It seems that this place is not abandoned

A tower with an approximate height 60m nearby. Some equipment on the top.

The first main object we were going to see – a huge radar set of the space communications center located on the territory of this military base.

Going deeper into the forest


Another tower that looks like a meteorological one.

Some support structure

Coming inside

The stairs are flooded, what is there on the bottom we wonder?

In the forest such flooded wells can be met

A huge antenna of the radar set

It was used in the Soviet project “Mars”

An acting transforming station and remains of a military truck


It is so huge!

The doors and windows are closed, is there any equipment inside?


And this is Grebnyovo estate – our second destination.

In 1780-90s there was built the main estate house and a summer Grebnyovo church. In 1803 this estate vested in the hands of Anna Golitsyna whose husband Sergey Golitsyn began large-scale construction works in 1817.

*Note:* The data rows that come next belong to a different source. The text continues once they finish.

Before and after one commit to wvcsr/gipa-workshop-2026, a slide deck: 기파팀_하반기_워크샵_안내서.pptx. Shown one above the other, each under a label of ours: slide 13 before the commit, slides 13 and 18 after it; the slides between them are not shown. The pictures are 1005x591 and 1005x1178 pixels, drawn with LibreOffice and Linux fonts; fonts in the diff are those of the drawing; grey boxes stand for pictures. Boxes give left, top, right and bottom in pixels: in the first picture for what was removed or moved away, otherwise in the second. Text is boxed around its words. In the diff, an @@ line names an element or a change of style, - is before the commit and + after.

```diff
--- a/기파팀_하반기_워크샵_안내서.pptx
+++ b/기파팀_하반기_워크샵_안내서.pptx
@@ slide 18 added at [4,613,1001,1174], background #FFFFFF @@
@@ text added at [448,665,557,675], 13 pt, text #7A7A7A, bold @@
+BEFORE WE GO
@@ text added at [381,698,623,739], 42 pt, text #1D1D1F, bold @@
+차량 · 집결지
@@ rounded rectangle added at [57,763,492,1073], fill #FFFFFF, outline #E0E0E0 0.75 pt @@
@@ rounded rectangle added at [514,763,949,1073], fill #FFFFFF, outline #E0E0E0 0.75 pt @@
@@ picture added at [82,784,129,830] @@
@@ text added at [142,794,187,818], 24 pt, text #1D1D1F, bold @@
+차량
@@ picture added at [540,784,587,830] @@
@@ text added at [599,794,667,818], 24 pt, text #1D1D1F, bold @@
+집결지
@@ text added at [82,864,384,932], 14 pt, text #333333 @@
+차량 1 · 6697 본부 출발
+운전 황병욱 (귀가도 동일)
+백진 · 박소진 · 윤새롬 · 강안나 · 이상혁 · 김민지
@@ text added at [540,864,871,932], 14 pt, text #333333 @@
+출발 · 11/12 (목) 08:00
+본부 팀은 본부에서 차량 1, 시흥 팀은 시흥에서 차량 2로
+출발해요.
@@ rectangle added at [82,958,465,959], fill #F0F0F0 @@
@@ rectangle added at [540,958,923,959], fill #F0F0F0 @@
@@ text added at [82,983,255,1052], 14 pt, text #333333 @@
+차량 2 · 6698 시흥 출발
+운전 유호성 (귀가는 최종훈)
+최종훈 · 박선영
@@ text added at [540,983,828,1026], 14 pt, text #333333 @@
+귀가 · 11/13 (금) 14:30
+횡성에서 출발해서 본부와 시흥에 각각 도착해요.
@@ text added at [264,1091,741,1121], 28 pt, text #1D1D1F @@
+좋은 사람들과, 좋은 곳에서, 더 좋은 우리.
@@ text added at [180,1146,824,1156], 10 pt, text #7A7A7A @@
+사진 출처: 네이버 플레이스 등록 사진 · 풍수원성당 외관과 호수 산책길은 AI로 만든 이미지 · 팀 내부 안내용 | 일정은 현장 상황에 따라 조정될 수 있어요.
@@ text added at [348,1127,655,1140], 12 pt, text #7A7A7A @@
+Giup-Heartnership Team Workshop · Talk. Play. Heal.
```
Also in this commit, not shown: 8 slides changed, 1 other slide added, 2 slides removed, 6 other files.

In 1823 the estate took the form we can see today.

Old fretwork somewhere on the walls of the estate.
In 1845 the Golytsins sold the estate to a merchant Panteleev who made a vitriol and a distilling factories there. It ruined the interiors of the main house, however they were restored by efforts of the next owners of the Grebnyovo – the Kondrashyovs merchants.

In 1913 the estate was bought by a famous Moscow doctor Fyodor A. Grinevsky

Gradually the Grebnyovo estate was losing its original appearance. Its decorations and interiors were vanishing. In 1919 in its walls there was made a sanatorium for tuberculosis patients that later was replaced by a technical secondary school of electron devices …

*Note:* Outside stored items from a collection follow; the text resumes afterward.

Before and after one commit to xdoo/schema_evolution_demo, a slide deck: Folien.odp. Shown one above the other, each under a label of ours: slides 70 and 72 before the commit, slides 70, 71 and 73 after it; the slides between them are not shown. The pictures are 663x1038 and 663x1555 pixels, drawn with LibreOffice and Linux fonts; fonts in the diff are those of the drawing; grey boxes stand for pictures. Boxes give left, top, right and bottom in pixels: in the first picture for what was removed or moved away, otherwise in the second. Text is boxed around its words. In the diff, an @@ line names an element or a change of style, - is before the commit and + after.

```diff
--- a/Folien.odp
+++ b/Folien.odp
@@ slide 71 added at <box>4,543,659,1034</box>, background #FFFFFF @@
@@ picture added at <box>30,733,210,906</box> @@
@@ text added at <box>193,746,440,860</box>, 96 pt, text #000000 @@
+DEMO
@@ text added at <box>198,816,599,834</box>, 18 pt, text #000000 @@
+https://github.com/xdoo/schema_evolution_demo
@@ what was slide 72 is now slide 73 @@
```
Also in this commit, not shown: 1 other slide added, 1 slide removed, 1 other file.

There were made repeated attempts to restore the estate, but each time something prevented it from being totally restored. Thus, for example, in 1991 the house suffered from the fire that left only burnt walls …

Only these stairs didn’t suffer from the fire

A view from the balcony, here was a wonderful apple garden and a path to the river …



Looking at the eastern outbuilding of the estate, together with the western one it was preserved much better than the main building.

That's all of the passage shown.